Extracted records
----

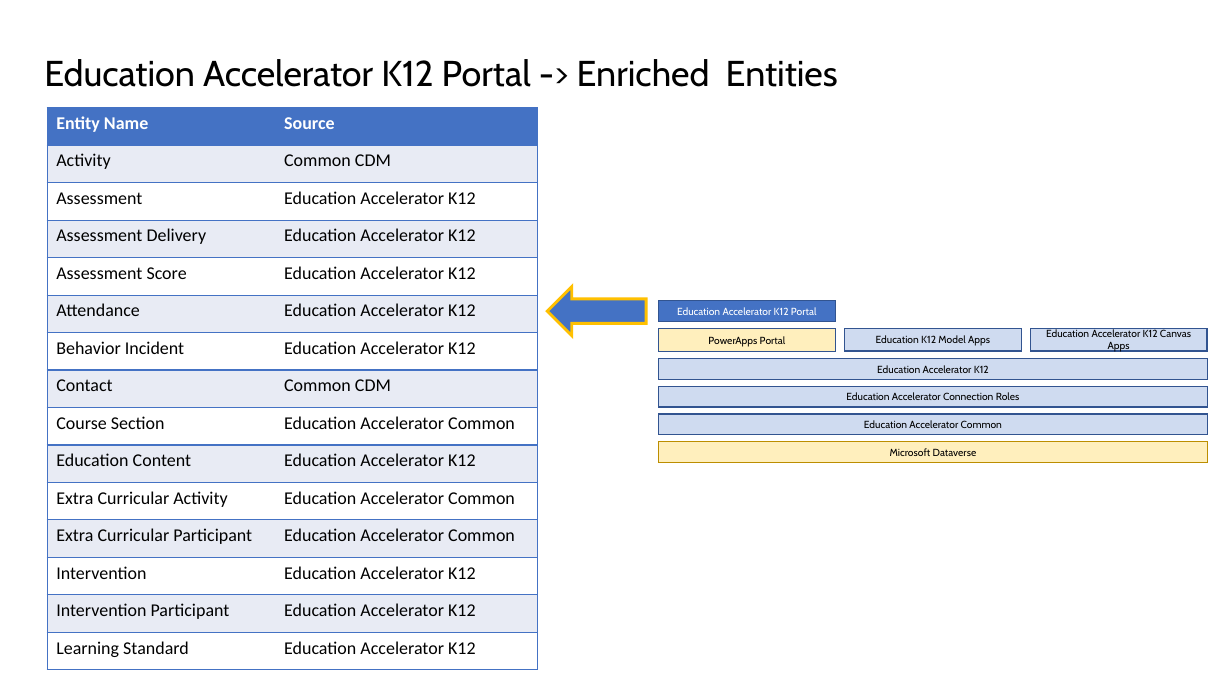
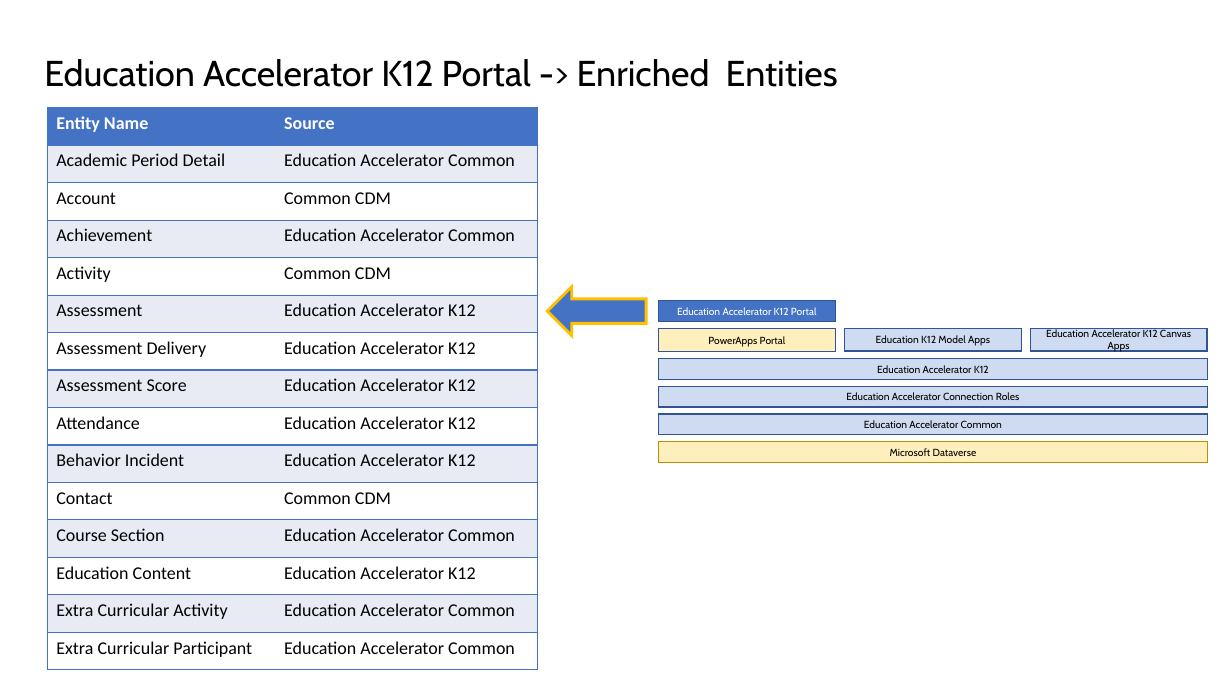
Before and after one commit to microsoft/Industry-Accelerator-Education, a slide deck: slide 15 of documentation/K12.Solution.Packaging.Design & ERD.pptx (slide 14 before the commit). Drawn at 1232x693 pixels with LibreOffice and Linux fonts; fonts in the diff are those of the drawing. Boxes give left, top, right and bottom in pixels: in the first picture for what was removed or moved away, otherwise in the second. Text is boxed around its words. In the diff, an @@ line names an element or a change of style, - is before the commit and + after.

```diff
--- a/documentation/K12.Solution.Packaging.Design & ERD.pptx
+++ b/documentation/K12.Solution.Packaging.Design & ERD.pptx
@@ table at (47, 108, 538, 670) @@
+row 2: Academic Period Detail | Education Accelerator Common
+row 3: Account | Common CDM
+row 4: Achievement | Education Accelerator Common
-row 13: Intervention | Education Accelerator K12
-row 14: Intervention Participant | Education Accelerator K12
-row 15: Learning Standard | Education Accelerator K12
```
Also in this commit, not shown: 7 other slides changed, 1 slide added, 33 other files.

----

__Exercise objective__
Would you report every line of the entries above containing the word "Education"?

__Task response__
Before and after one commit to microsoft/Industry-Accelerator-Education, a slide deck: slide 15 of documentation/K12.Solution.Packaging.Design & ERD.pptx (slide 14 before the commit). Drawn at 1232x693 pixels with LibreOffice and Linux fonts; fonts in the diff are those of the drawing. Boxes give left, top, right and bottom in pixels: in the first picture for what was removed or moved away, otherwise in the second. Text is boxed around its words. In the diff, an @@ line names an element or a change of style, - is before the commit and + after.
+row 2: Academic Period Detail | Education Accelerator Common
+row 4: Achievement | Education Accelerator Common
-row 13: Intervention | Education Accelerator K12
-row 14: Intervention Participant | Education Accelerator K12
-row 15: Learning Standard | Education Accelerator K12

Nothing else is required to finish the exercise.